Nyai Hj. Upik mengungkapkan bahwa di masyarakat masih banyak dijumpai kasus kekerasan dalam rumah tangga, kekerasan seksual terhadap anak, hingga pernikahan anak yang terjadi karena tekanan ekonomi atau minimnya pengawasan. Ia menyoroti bahwa banyak korban tidak berani melapor karena ketidaktahuan prosedur, ketakutan pada pelaku, atau anggapan bahwa masalah keluarga harus diselesaikan secara internal.

Beliau juga menyampaikan pentingnya langkah-langkah praktis seperti edukasi “tubuhku milikku”, komunikasi yang sehat antara orang tua dan anak, serta pengawasan aktivitas digital sebagai bentuk pencegahan kekerasan. Menurutnya, pemberdayaan perempuan dan pendampingan psikologis harus berjalan paralel dengan upaya perlindungan PMI agar ketahanan keluarga semakin kuat. “Keluarga adalah madrasah pertama. Jika keluarga kuat, masyarakat akan tangguh,” ujarnya.

Forum ini kemudian menguatkan komitmen kolaboratif untuk memperluas advokasi dan mempercepat mekanisme rujukan jika terjadi kasus kekerasan maupun pelanggaran hak PMI. Keterlibatan ormas perempuan seperti Fatayat NU dianggap penting sebagai detektor awal karena kedekatan mereka dengan komunitas dan kemampuan dalam membaca dinamika sosial di level desa. Selain itu, forum mendorong agar purna PMI mendapatkan ruang pemberdayaan sosial dan ekonomi agar mereka tidak kembali pada siklus kerentanan yang sama.

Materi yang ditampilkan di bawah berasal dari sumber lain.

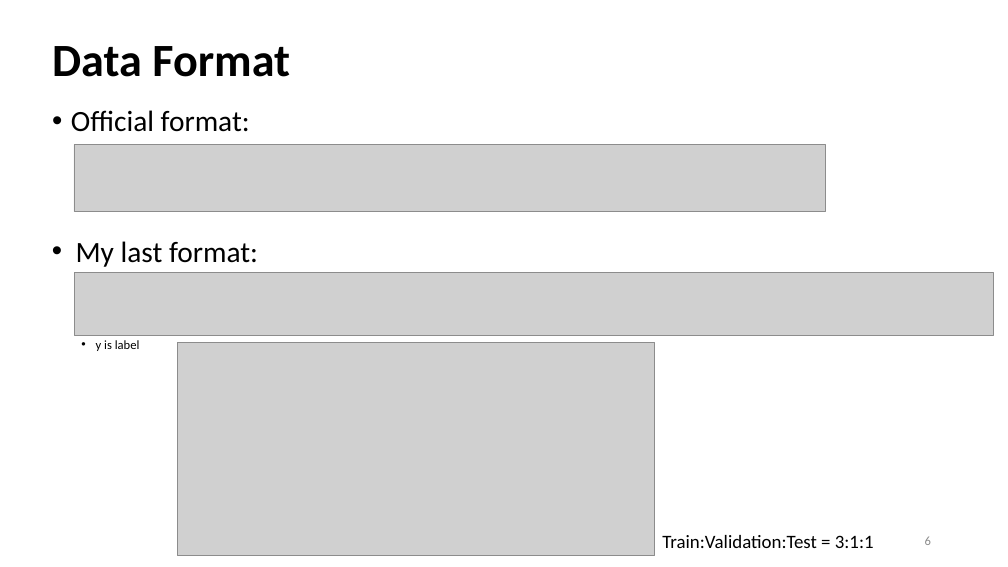
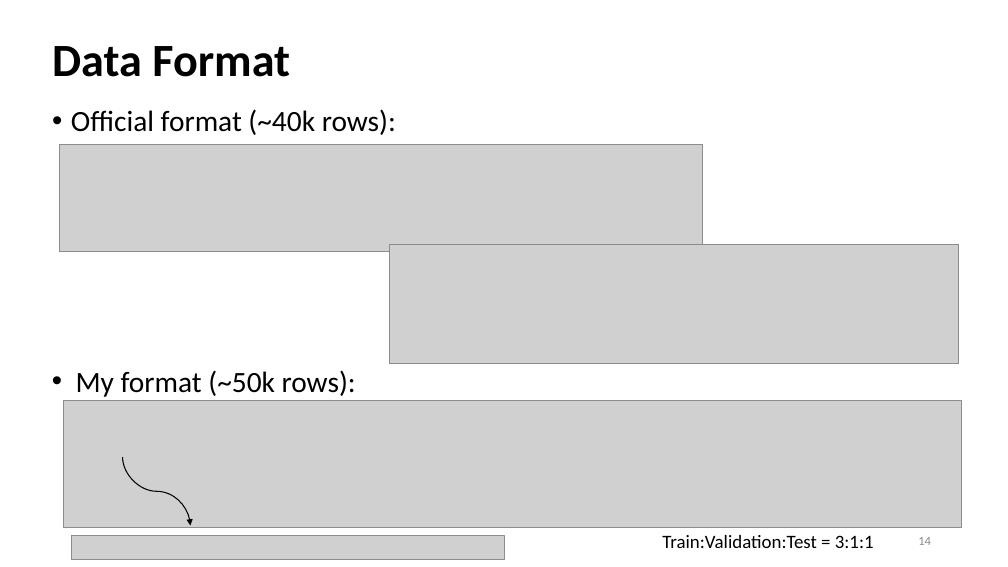
Before and after one commit to Bai1026/Intern-IIS, a slide deck: slide 14 of Meeting/Presentation_0802.pptx (slide 6 before the commit). Drawn at 1008x567 pixels with LibreOffice and Linux fonts; fonts in the diff are those of the drawing; grey boxes stand for pictures. Boxes give left, top, right and bottom in pixels: in the first picture for what was removed or moved away, otherwise in the second. Text is boxed around its words. In the diff, an @@ line names an element or a change of style, - is before the commit and + after.

```diff
--- a/Meeting/Presentation_0802.pptx
+++ b/Meeting/Presentation_0802.pptx
@@ text at [71, 109, 396, 135]: text changed @@
-• Official format:
+• Official format (~40k rows):
@@ picture: place and size @@
-picture at [74, 145, 826, 212]
+picture at [60, 144, 702, 252]
@@ picture added at [389, 244, 959, 364] @@
@@ picture removed at [74, 272, 994, 336] @@
@@ text removed at [96, 340, 140, 351] @@
-• y is label
@@ picture removed at [178, 343, 656, 556] @@
@@ text at [76, 370, 356, 397]: text changed @@
-• My last format:
+• My format (~50k rows):
@@ picture added at [64, 401, 962, 528] @@
@@ curved arrow added from (123, 457) to (191, 526), #000000 1 pt @@
@@ picture added at [71, 536, 504, 560] @@
@@ page number at [918, 537, 931, 545]: text changed @@
-6
+14
```
Also in this commit, not shown: 6 other slides changed, 12 slides added, 9 slides removed, 47 other files.

Kick Off ini menegaskan bahwa perlindungan PMI dan perlindungan perempuan serta anak bukan dua isu terpisah, tetapi satu kesatuan yang saling memengaruhi. Ketahanan keluarga menjadi fondasi utama agar proses migrasi tidak menimbulkan dampak sosial yang lebih dalam. Dengan semangat kolaborasi lintas lembaga, forum ini menjadi langkah awal konsolidasi untuk menghadirkan sistem perlindungan yang lebih adil, komprehensif, dan berorientasi pada kemanusiaan.

Dalam penutupnya, Nyai Hj. Upik menyampaikan pesan bahwa gerakan ini harus menjadi kerja kolektif yang berkelanjutan. “Ini bukan hanya acara seremonial, tetapi ikhtiar bersama untuk memastikan setiap PMI, setiap perempuan, dan setiap anak mendapatkan perlindungan yang layak,” pungkasnya.